Crazy about the wait for the doctor!!

March 24, 2010

August – that’s ridiculous!

From what I hear about “healthcare reform” we can expect to have a harder and harder time getting an appointment in the coming years, so we might as well get used to it. Graduation in June! Wow! I’m so happy for you.

And they say Canada’s bad…

RYN* I don’t know that I’ll be able to get away, since this is probably the last La Crosse trip for another 6 months at least, but you’re more than welcome at the family compound! There will be cake!

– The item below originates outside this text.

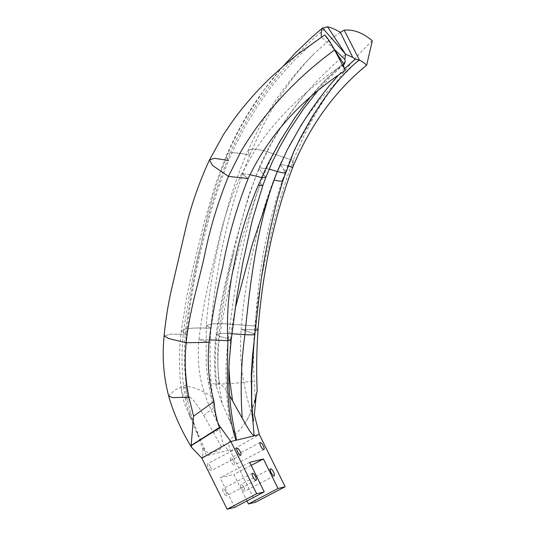 <?xml version="1.0" encoding="UTF-8"?>
<svg xmlns="http://www.w3.org/2000/svg" width="536" height="536" viewBox="0 0 536 536"><rect width="100%" height="100%" fill="white"/><g stroke="black" fill="none" stroke-linecap="round" stroke-linejoin="round"><path stroke-width="0.4" stroke-dasharray="2.68 2.01" d="M225.937 491.941A3.94 1.206 -117.6 0 1 226.56 495.726A3.94 1.206 -117.6 0 1 223.666 492.792A3.94 1.206 -117.6 0 1 222.909 488.745A3.94 1.206 -117.6 0 1 225.937 491.941M234.708 507.344L220.108 477.804L233.87 474.427L246.969 500.925M255.605 502.205L230.426 451.165L228.785 444.833L229.194 442.039L230.701 439.332L240.818 428.659L246.486 420.887L250.413 413.31L254.814 402.288M206.521 455.741L202.588 456.706L202.943 449.65L203.606 447.567A34.331 32.596 -103.6 0 0 206.521 455.741L228.544 450.334L230.426 451.165L259.357 434.562M202.588 456.706L201.871 458.18M210.568 466.89A3.94 1.206 -117.6 0 1 211.191 470.675A3.94 1.206 -117.6 0 1 208.296 467.74A3.94 1.206 -117.6 0 1 207.539 463.694A3.94 1.206 -117.6 0 1 210.568 466.89M233.696 461.208A3.94 1.206 -117.6 0 1 234.319 464.993A3.94 1.206 -117.6 0 1 231.425 462.065A3.94 1.206 -117.6 0 1 230.668 458.012A3.94 1.206 -117.6 0 1 233.696 461.208M243.994 487.505A3.94 1.206 -117.6 0 1 244.624 491.291A3.94 1.206 -117.6 0 1 241.729 488.356A3.94 1.206 -117.6 0 1 240.972 484.31A3.94 1.206 -117.6 0 1 243.994 487.505M249.655 462.354L220.108 477.804M251.156 465.389L233.87 474.427M197.838 434.515L202.93 449.657M190.689 413.417L197.831 434.522A35.021 6.479 155.9 0 0 197.885 435.5A35.021 6.479 155.9 0 0 199.258 436.451L191.506 418.455A35.021 8.422 -23 0 1 189.798 417.001L189.798 417.001A35.021 8.422 -23 0 1 190.689 413.417L188.317 402.737L183.439 395.809L181.49 390.912L181.63 389.089L182.401 388.104L186.394 386.959C190.669 385.866 199.399 389.143 212.578 396.787L214.427 407.581L223.257 444.632L228.537 450.341M255.283 401.029L254.232 381.136C253.166 362.765 253.347 344.367 254.781 325.942L223.318 323.717L212.102 323.865L206.26 325.54L210.963 328.246C200.243 327.932 194.052 327.59 185.871 329.024L183.848 329.519L181.275 331.027L186.474 334.256C184.88 351.107 184.752 368.024 186.093 385.029L188.317 402.737M186.093 385.029L174.749 390.134L168.659 395.923M372.299 40.743C353.204 58.833 335.603 81.003 319.496 107.247C313.714 116.882 308.488 126.503 303.818 136.111L293.219 160.478L262.968 150.274L252.081 148.874L247.94 150.576L252.081 148.874L262.968 150.274L293.219 160.478L292.629 167.621L293.219 160.478C282.767 188.082 274.492 216.584 268.389 245.97C262.298 270.935 257.762 297.587 254.781 325.942L258.017 330.223L254.781 325.942L223.318 323.717L212.102 323.865L206.26 325.54L210.963 328.246C209.824 344.976 209.75 361.887 210.755 378.972L208.115 381.8L213.281 407.347C215.767 417.531 220.108 430.77 219.814 430.013L219.586 429.175A35.021 1.514 151.6 0 0 213.616 432.927L221.723 447.393C219.499 450.24 217.087 451.607 214.5 451.493C211.546 451.52 210.259 453.959 205.462 451.386L199.251 436.458M340.38 32.374L327.764 41.346L313.774 54.029C300.575 67.214 288.515 81.7 277.594 97.478L265.735 115.977L259.712 126.55L247.947 150.576C237.803 174.059 229.609 198.421 223.378 223.666L216.839 252.784C211.767 276.208 208.243 300.462 206.26 325.54L206.166 364.239L208.115 381.8L210.367 383.387L216.678 384.185L231.967 383.575L254.232 381.136M210.755 378.972L212.578 396.787M236.008 437.209L232.309 426.891L222.025 403.293L216.189 386.181L216.671 383.629M345.171 61.56C309.654 92.916 282.546 130.67 263.853 174.837L265.856 177.329L263.853 174.837L260.463 183.446C241.595 235.304 228.182 282.733 219.673 336.427L216.095 334.779L216.986 334.256C214.923 350.31 214.822 366.765 216.671 383.622L219.425 382.952L224.765 388.144L229.683 395.736M221.629 429.249C215.8 419.969 210.916 410.288 206.976 400.204L202.132 385.592C198.441 370.858 197.382 355.536 198.95 339.623L209.074 342.243L198.95 339.623L209.281 339.898L198.95 339.623C201.985 313.748 206.735 288.428 213.194 263.665L218.916 239.465C224.329 216.651 231.941 194.709 241.749 173.637L249.019 174.481L261.635 177.496M191.506 418.455C186.126 404.466 184.505 397.685 186.655 398.094L189.422 397.417A35.021 33.245 75.8 0 1 186.394 386.959C183.848 366.302 183.674 346.993 185.871 329.024C190.079 297.534 195.198 269.166 201.221 243.92C208.283 213.636 217.985 183.265 230.333 152.794L228.028 153.356C215.854 183.788 206.923 213.971 201.221 243.92C194.159 269.42 188.37 297.956 183.841 329.519L181.275 331.027L186.474 334.256L170.743 334.156L164.123 335.871L170.743 334.156L186.474 334.256C190.133 300.736 195.814 269.3 203.506 239.94C209.958 212.604 218.32 186.119 228.604 160.478L214.427 158.314L209.496 159.902M189.422 397.417C190.829 396.298 197.811 405.149 203.74 415.447A35.021 3.511 150.5 0 1 214.427 407.581M262.787 185.644L260.463 183.446C243.203 231.733 234.52 286.505 228.39 338.705L231.197 339.965L228.39 338.705C224.812 366.021 225.294 393.518 229.837 421.182M228.39 338.705L219.68 336.427L228.39 338.705M186.655 398.094A35.021 33.252 76.6 0 1 183.647 387.635C181.403 366.905 181.47 347.536 183.841 329.519L185.871 329.024C194.052 327.59 200.243 327.932 210.963 328.246C215.613 266.707 228.504 209.067 249.635 155.313C242.976 153.537 236.537 152.693 230.333 152.794L228.028 153.356L226.634 154.824L226.56 156.894L228.604 160.478L226.56 156.894L226.634 154.824L228.028 153.356L237.073 133.879L248.074 114.108L263.819 90.323L281.802 67.683C258.077 95.241 239.693 124.285 226.634 154.824L214.976 185.878L204.25 222.252L192.143 271.719L187.104 294.686L181.275 331.027C179.259 347.402 178.977 364.346 180.424 381.846L181.49 390.905C182.227 395.742 183.406 400.379 185.041 404.814L199.111 438.354M203.74 415.447L213.616 432.927M219.425 382.952C217.268 366.168 217.127 349.767 219.016 333.76C222.742 305.48 227.626 278.506 233.663 252.831C226.587 278.76 221.033 305.902 216.986 334.256L219.016 333.76C222.299 333.325 226.259 333.291 230.902 333.673L231.921 333.74L230.902 333.673L235.09 308.964M282.981 180.351L282.74 179.185C274.13 204.471 267.35 230.882 262.412 258.432C258.566 282.258 256.061 307.456 254.901 334.029L254.406 338.705M253.622 420.907L246.955 397.645L242.788 376.882C240.537 361.385 239.974 345.519 241.113 329.272L254.901 334.029L241.113 329.272L255.411 329.975L241.113 329.272C243.143 303.222 246.969 277.735 252.59 252.811L257.186 232.805C263.075 208.886 270.734 186.039 280.174 164.277L288 165.805L280.174 164.277L285.38 171.667L282.74 179.185M222.025 403.293L218.829 382.262C217.395 366.658 217.676 351.382 219.673 336.427L216.095 334.779L219.016 333.76C222.299 333.325 226.259 333.291 230.902 333.673L228.959 367.924M343.991 64.019C328.24 74.45 313.547 85.847 299.912 98.209C284.958 111.816 271.752 126.63 260.295 142.63L253.756 152.244L241.749 173.637L248.188 178.535L241.749 173.637L249.944 174.696M233.663 252.831C241.649 217.167 251.612 185.771 259.538 167.802L269.166 169.108L259.538 167.802L270.814 144.445L278.445 131.286L285.956 119.635L296.609 104.875L308.341 90.524L321.077 76.742L333.372 64.856L345.579 54.203M263.853 174.837L258.868 168.498L259.538 167.802L258.868 168.498L263.853 174.837M354.517 63.925L336.856 81.968L320.749 103.153L294.298 149.785L285.38 171.667L285.601 172.492L280.174 164.277L290.365 143.481L306.358 117.458L319.624 99.756L353.733 64.608M313.774 54.029L305.507 62.772L292.348 78.725L276.254 102.168L268.724 114.979L261.722 128.231L249.635 155.313L247.94 150.576L249.635 155.313C242.976 153.537 236.537 152.693 230.333 152.794C252.141 102.45 286.995 59.61 327.536 26.8M282.74 66.605L281.802 67.683M320.267 37.781L308.368 47.041L295.028 59.543L276.462 80.259L268.489 90.47L256.992 106.899L245.233 126.261L235.525 144.908L228.604 160.478M343.717 64.333L335.348 70.866L325.962 79.469L317.774 88.145L309.862 97.525M334.283 49.352L321.372 37.044M334.846 50.431L324.695 34.954M344.568 68.715L338.538 75.02M188.029 397.739A35.021 33.245 76.2 0 1 185.02 387.293M252.456 473.288L222.909 488.745M256.108 480.269L226.56 495.726M270.512 468.853L240.972 484.31M274.164 475.834L244.624 491.291M244.65 423.728C247.049 420.505 250.372 414.04 252.63 407.32L256.302 394.288M260.215 442.555L230.668 458.012M263.866 449.537L234.319 464.993M237.08 448.237L207.539 463.694M240.731 455.218L211.191 470.675M216.189 386.181L215.284 378.537C214.058 363.73 214.326 349.144 216.095 334.779C219.01 312.307 223.351 289.896 229.12 267.551L233.14 250.768L248.711 195.405L258.868 168.498C263.029 158.649 267.98 148.78 273.728 138.891C283.712 121.692 295.249 105.572 308.341 90.524M343.616 64.628L329.881 77.325L317.667 90.852M335.402 51.275L333.352 48.468M331.429 45.218L337.111 54.746"/><path stroke-width="0.8" d="M255.478 476.484A3.94 1.206 -117.6 0 1 256.108 480.269A3.94 1.206 -117.6 0 1 253.213 477.335A3.94 1.206 -117.6 0 1 252.456 473.288A3.94 1.206 -117.6 0 1 255.478 476.484M246.969 500.925L248.47 503.961L255.605 502.205L285.145 486.755L259.357 434.562L254.345 414.616L256.302 394.288L257.166 390.865L254.814 402.288M264.248 491.887L256.677 493.743L230.889 441.557L201.871 458.18L227.137 509.2L234.708 507.344L264.248 491.887L249.655 462.354L263.417 458.97L278.01 488.504L285.145 486.755M236.068 440.284L259.357 434.562M249.944 174.696L261.635 177.496L265.856 177.342L262.761 185.684L258.325 185.175C247.391 211.037 239.27 237.783 233.957 265.421C228.611 289.614 226.581 314.692 227.867 340.668L209.281 339.898L227.867 340.668C227.505 373.049 225.415 408.874 235.981 440.136L230.889 441.557L220.249 426.911C217.248 423.46 215.177 414.978 214.038 401.457C208.725 382.61 207.077 362.872 209.074 342.243C212.068 316.595 216.645 291.39 222.795 266.627C228.343 236.329 236.805 206.97 248.188 178.535C268.422 135.695 300.797 99.656 345.305 70.424C343.663 66.826 343.174 64.735 343.844 64.146L343.717 64.333M240.108 451.433A3.94 1.206 -117.6 0 1 240.731 455.218A3.94 1.206 -117.6 0 1 237.843 452.29A3.94 1.206 -117.6 0 1 237.08 448.237A3.94 1.206 -117.6 0 1 240.108 451.433M263.236 445.751A3.94 1.206 -117.6 0 1 263.866 449.537A3.94 1.206 -117.6 0 1 260.972 446.609A3.94 1.206 -117.6 0 1 260.215 442.555A3.94 1.206 -117.6 0 1 263.236 445.751M273.541 472.048A3.94 1.206 -117.6 0 1 274.164 475.834A3.94 1.206 -117.6 0 1 271.27 472.899A3.94 1.206 -117.6 0 1 270.512 468.853A3.94 1.206 -117.6 0 1 273.541 472.048M263.417 458.97L251.156 465.389M278.01 488.504L248.47 503.961M201.871 458.18L191.901 447.761L191.118 445.744L193.596 416.177L188.92 397.176L172.297 397.625L168.659 395.923C163.547 376.573 162.04 356.554 164.123 335.871L168.606 338.504L186.206 342.785C184.35 361.298 185.255 379.428 188.913 397.169M256.677 493.743L227.137 509.2M235.981 440.136L236.343 439.299L236.008 437.209C232.222 421.149 229.951 404.72 229.187 387.923C228.684 378.027 228.725 368.922 229.314 360.601L231.197 339.965L227.867 340.668L231.197 339.992L237.126 295.075L242.942 262.205L252.201 220.551L262.794 185.617M229.683 395.736L242.218 418.14C245.776 424.338 250.5 433.745 254.118 435.681L254.138 435.848M220.49 427.333L191.118 445.744M193.596 416.177L214.038 401.457M209.496 159.902C199.714 181.108 192.076 202.688 186.582 224.638L171.232 290.592C167.976 305.292 165.611 320.381 164.123 335.871L168.606 338.504L186.206 342.785L209.074 342.243L186.206 342.785C189.329 310.163 199.868 278.693 205.221 252.201C210.635 226.266 218.38 200.993 228.45 176.384L248.188 178.535L228.45 176.384L212.477 165.41L209.496 159.902L212.477 165.41L228.45 176.384L240.825 151.755C245.964 142.911 253.997 130.704 261.387 121.109C282.499 93.827 306.914 70.122 334.625 49.995C330.33 42.156 327.02 37.145 324.695 34.954L296.978 54.833L284.629 64.97L271.605 76.715C256.731 90.772 243.418 106.021 231.673 122.463L223.633 134.342L209.496 159.902L214.427 158.314L228.604 160.478M220.249 426.911L191.077 445.503M242.218 418.14C240.229 389.846 241.126 362.014 244.919 334.645C253.923 335.194 254.821 334.585 254.895 334.029C254.821 334.585 253.923 335.194 244.919 334.645C250.098 282.68 256.811 228.396 274.017 180.116L280.073 181.202L281.943 181.054L283.001 180.304L276.576 202.36L269.642 231.894L264.268 259.712L261.2 279.283L257.602 309.795L252.463 356.246L251.324 373.76L251.605 405.564L254.118 435.681M231.921 333.74L244.919 334.645L231.921 333.74M254.406 338.705L254.252 340.099M257.166 390.865C256.315 370.925 256.597 350.705 258.017 330.223C262.151 275.002 273.26 219.264 292.629 167.621C309.982 125.491 334.658 91.341 366.664 65.178L372.299 40.743C367.488 36.937 357.834 29.004 344.219 30.157L340.38 32.374C335.576 29.493 331.295 27.638 327.536 26.8L322.551 28.026L312.12 36.984L295.986 52.34L282.74 66.605M255.411 329.975L258.017 330.223L255.411 329.975M309.862 97.525L294.679 117.954L280.073 141.142L268.147 163.44L258.325 185.175M317.667 90.852L303.597 108.815L289.36 130.141L279.665 147.152L272.127 162.341L265.856 177.342L261.635 177.496M338.538 75.02L329.057 86.035L319.704 98.008L310.974 110.155L301.393 124.808L287.088 150.14L277.367 171.52L269.166 169.108L277.367 171.52L274.017 180.116L252.195 244.664L235.09 308.964M277.367 171.52L282.82 172.914L285.601 172.492L282.82 172.914L277.367 171.52M288 165.805L292.629 167.621L288 165.805M334.283 49.352L344.822 59.409L345.579 54.196L322.551 28.026C321.359 30.117 320.97 33.125 321.372 37.044M334.625 49.995L345.305 70.424M334.846 50.431L343.844 64.146L344.829 63.677L343.616 64.628M344.353 63.878L345.171 61.553M327.536 26.8L345.579 54.196L352.809 57.446L340.38 32.374M344.822 59.409L345.171 61.56M366.664 65.178C363.783 62.491 361.418 60.856 359.582 60.28L344.219 30.157M352.809 57.446L355.341 59.061L344.568 68.715M359.576 60.28L355.341 59.061M358.892 60.307L353.733 64.608M232.57 400.7L229.649 379.609L228.959 367.924M191.901 447.761C183.835 435.172 173.952 415.246 168.659 395.923M254.245 340.146L251.692 375.274L251.685 398.275C251.84 410.214 253.582 422.08 253.622 420.907M283.001 180.304L293.768 151.708L300.77 137.156L312.24 116.748L324.789 97.894C335.248 83.502 345.425 71.744 354.557 63.891M335.369 51.423L336.883 54.317"/></g></svg>

Woah, pics? I better look. ANd YAY YOU for graduating!!! Well, you will. I can’t wait to figure out my schoolin’ situation.

March 24, 2010

August??? For a GP?? In a privatized/co-pay healthcare system? Bummer about the graduation locations. But hello?! KUDOS on finishing your degree!! That’s a fantastic accomplishment!

i will probably burn in hell for this, but you could lie and say you are experiencing pain. that got the attention of my lady doctor.

let me clarify, i did not lie about the pain but they said they could not get me in for three months before i told them about it, but then i got in in three days

i miss you.

March 25, 2010

I love that you have professional dog photos. Nice. And yay for graduating! So exciting!!

March 25, 2010

I think you should attend the ceremony in Japan. Maybe they’ll give you the PhD “by accident”. I can’t believe you have to wait so long for a regular physical. It’s probably because you don’t have some sort of emergency that makes them think it’s OK to shove you into next season. Still.

March 28, 2010

I’ve been trying to get an eye appointment, and an appointment to check something and they keep giving me appointments months in advance. It’s horribly annoying.

ryn: its an L shaped desk I got from Target about 4 years ago. Its the cheap compressed wood stuff. a medium brown color. Had some water damage from not using coasters on my drinks haha. I’ll text you a pic of it later if you want.

April 4, 2010

hahahah too-mah!! That’s how I say it!!